En estos días me preocupa más la música que la literatura. Hay un viejo vallenato pesimista que dice “Compadre, no me diga feliz año / si acabo de pasar un año malo / y siento que viene otro peor”. Por fortuna, El Gran Combo de Puerto Rico, que acaba de perder a su legendario director, el maestro Rafael Ithier, y a uno de sus cantantes emblemáticos, Papo Rosario, nos invita a afrontar esta época con humor y optimismo: “Si el año pasado tuvimos problemas / Quizás este año tengamos más / pero no se apuren que la Navidad / a la vuelta de la esquina está”.

El 23 de diciembre de 1980, Gabriel García Márquez publica en El País, de Madrid, el artículo Estas Navidades siniestras. Para Gabo, lo siniestro se debe a un rosario de hechos desafortunados: que nadie se acuerde ya de Dios en Navidad, que el cumpleaños de un niño que nació hace más de dos mil años en una caballeriza se haya convertido en la ocasión solemne de la gente que no se quiere. Alegría por decreto, cariño por lástima, apoteosis del consumismo, parranda pervertida que no pocas veces termina a tiros. Todo eso, en torno a la fiesta más espantosa del año. Una noche infernal en que los niños no pueden dormir con la casa llena de borrachos que se equivocan de puerta buscando dónde desaguar, o persiguiendo a la esposa de otro que acaso tuvo la buena suerte de quedarse dormido en la sala.

Aunque coincido con Gabo en muchos aspectos, debo decir que tengo una visión menos sombría. Pese a este año siniestro, volveré a celebrar la Navidad como una íntima ofrenda a la infancia, confesé aquí hace algunos años.
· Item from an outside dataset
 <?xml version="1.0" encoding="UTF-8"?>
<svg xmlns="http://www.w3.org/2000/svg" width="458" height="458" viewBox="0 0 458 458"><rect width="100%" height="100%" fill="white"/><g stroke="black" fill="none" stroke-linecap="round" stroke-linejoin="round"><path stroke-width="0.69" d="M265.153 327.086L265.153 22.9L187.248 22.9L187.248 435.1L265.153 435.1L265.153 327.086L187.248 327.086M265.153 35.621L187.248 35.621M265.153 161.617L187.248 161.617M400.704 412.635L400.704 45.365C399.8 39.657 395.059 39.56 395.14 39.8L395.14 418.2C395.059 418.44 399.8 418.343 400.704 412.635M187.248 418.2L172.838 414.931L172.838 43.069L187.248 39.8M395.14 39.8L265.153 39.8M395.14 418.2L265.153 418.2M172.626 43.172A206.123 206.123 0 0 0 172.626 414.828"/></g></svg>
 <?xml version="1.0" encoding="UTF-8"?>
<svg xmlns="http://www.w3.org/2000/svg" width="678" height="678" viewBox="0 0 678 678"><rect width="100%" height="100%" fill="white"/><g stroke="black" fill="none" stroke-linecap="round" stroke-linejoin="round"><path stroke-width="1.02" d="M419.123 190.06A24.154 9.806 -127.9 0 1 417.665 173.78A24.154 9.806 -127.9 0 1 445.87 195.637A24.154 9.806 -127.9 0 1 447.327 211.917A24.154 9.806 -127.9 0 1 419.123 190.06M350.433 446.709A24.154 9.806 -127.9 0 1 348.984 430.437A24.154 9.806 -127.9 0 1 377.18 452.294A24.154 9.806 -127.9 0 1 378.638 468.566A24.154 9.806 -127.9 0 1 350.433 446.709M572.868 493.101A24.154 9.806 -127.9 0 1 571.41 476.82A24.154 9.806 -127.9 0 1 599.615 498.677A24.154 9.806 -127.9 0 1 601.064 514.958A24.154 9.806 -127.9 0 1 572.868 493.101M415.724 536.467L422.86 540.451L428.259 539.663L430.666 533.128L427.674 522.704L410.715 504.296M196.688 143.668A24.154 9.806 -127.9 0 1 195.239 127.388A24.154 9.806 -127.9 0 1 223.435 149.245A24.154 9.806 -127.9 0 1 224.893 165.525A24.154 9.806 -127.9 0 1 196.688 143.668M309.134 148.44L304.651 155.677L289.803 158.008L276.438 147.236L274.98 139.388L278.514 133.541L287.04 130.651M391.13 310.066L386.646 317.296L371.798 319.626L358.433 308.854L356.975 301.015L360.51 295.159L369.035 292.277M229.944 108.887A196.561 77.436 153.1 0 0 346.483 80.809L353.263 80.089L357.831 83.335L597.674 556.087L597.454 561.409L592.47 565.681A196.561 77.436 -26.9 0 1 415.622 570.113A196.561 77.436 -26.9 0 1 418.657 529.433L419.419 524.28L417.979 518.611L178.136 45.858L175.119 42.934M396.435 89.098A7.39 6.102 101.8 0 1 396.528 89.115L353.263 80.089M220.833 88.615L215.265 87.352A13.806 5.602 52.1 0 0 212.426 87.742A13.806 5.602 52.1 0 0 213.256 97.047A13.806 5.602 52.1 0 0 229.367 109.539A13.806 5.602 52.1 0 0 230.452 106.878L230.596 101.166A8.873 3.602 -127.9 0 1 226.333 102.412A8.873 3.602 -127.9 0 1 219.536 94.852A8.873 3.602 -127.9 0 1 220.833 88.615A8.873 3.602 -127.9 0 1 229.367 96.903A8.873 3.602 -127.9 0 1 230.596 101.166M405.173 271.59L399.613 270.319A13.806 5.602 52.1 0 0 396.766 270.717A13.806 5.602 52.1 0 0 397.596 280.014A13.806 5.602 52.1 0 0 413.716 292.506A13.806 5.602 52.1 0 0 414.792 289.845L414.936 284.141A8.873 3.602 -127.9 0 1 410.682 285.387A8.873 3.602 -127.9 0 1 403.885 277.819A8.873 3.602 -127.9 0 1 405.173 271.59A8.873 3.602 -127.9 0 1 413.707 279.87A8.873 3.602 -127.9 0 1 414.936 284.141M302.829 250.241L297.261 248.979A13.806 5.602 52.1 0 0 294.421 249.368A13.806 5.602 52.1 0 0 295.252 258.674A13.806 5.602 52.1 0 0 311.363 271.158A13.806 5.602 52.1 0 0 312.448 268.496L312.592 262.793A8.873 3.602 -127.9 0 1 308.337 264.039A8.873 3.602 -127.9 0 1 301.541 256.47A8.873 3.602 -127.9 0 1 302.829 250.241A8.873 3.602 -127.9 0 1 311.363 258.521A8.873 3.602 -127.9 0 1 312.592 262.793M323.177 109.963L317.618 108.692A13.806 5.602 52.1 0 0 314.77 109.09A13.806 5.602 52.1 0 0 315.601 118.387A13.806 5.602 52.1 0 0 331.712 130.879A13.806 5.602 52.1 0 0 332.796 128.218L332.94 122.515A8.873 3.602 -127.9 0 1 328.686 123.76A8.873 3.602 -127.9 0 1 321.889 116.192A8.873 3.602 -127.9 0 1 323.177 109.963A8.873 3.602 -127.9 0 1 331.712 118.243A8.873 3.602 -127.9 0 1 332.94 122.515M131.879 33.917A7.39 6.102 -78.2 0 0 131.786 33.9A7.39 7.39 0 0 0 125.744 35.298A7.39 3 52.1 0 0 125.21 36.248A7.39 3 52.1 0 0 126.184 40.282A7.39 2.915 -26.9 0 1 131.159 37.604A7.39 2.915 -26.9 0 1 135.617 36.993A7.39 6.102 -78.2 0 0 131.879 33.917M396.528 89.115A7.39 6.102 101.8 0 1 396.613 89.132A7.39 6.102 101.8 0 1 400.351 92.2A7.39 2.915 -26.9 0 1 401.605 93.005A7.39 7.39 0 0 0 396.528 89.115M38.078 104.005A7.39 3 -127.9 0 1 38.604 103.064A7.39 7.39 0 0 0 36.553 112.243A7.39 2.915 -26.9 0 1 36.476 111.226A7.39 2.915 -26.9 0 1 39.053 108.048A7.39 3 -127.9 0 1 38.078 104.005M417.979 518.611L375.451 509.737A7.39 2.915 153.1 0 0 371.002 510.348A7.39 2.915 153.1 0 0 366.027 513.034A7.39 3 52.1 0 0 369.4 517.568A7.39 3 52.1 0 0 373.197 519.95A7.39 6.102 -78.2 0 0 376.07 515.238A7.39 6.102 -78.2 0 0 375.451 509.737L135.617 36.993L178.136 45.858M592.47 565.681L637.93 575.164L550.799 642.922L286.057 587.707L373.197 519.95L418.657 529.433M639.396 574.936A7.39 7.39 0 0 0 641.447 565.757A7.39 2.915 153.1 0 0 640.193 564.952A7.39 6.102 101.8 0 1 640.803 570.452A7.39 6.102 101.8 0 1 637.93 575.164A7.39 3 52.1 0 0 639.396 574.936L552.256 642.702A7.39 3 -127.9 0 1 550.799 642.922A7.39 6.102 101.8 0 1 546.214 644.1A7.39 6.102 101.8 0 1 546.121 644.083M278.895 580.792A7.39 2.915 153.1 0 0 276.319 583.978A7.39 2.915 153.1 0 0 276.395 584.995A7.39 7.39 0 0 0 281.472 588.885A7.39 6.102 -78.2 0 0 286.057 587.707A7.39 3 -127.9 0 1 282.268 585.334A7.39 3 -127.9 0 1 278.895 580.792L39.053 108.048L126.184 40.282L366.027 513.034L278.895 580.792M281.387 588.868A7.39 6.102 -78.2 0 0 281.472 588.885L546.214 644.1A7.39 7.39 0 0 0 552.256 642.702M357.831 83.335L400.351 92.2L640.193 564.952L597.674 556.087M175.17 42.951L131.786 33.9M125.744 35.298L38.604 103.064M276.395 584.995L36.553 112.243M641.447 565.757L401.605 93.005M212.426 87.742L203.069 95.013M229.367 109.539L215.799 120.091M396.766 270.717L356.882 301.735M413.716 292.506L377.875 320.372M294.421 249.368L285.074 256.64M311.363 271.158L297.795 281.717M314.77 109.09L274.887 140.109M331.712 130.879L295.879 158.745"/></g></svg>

Aquella confesión fue leída por una investigadora francesa, que me escribió para decir que compartía mi sensación. Supe enseguida que reservaría sus palabras para la columna de este año: «Creo que más que todo la Navidad son los recuerdos de nuestra niñez —me dijo—, la mía fue una niñez del campo, en un pequeño rincón del Suroeste francés donde se sigue celebrando el solsticio de invierno, pero el 24, al anochecer, con una fogata gigante que cada familia hace arder en un terreno donde luego sembrarán cultivos. Se llama el fuego de la alegría y cantamos viejas canciones y hechizos en occitano para alejar la mala suerte y atraer la opulencia. Todas las colinas van prendiéndose, iluminando la noche más larga del hemisferio norte y llamando la luz para que vuelva. Es una conexión con la tierra, con lo universal, lo eterno, la esperanza de que podamos ver la luz otra vez y sus frutos también. Me encanta esta celebración pagana, que es antiquísima, de antes del cristianismo, y que a mí me recuerda sobre todo que Navidad es la cristianización de esta fiesta del solsticio de invierno, la celebración del regreso de la luz. Es lo que me sigue fascinando en Navidad: las luces por todas partes, el pino, que anuncia la primavera con sus espigas verdes, con sus luces y las bolas que representan las frutas que van a renacer. El resto: todo el folclor religioso y comercial (que al fin y al cabo es un poco lo mismo), nunca me ha llamado la atención.»

“Navidad que vuelve / tradición del año / unos van alegres / y otros van llorando”.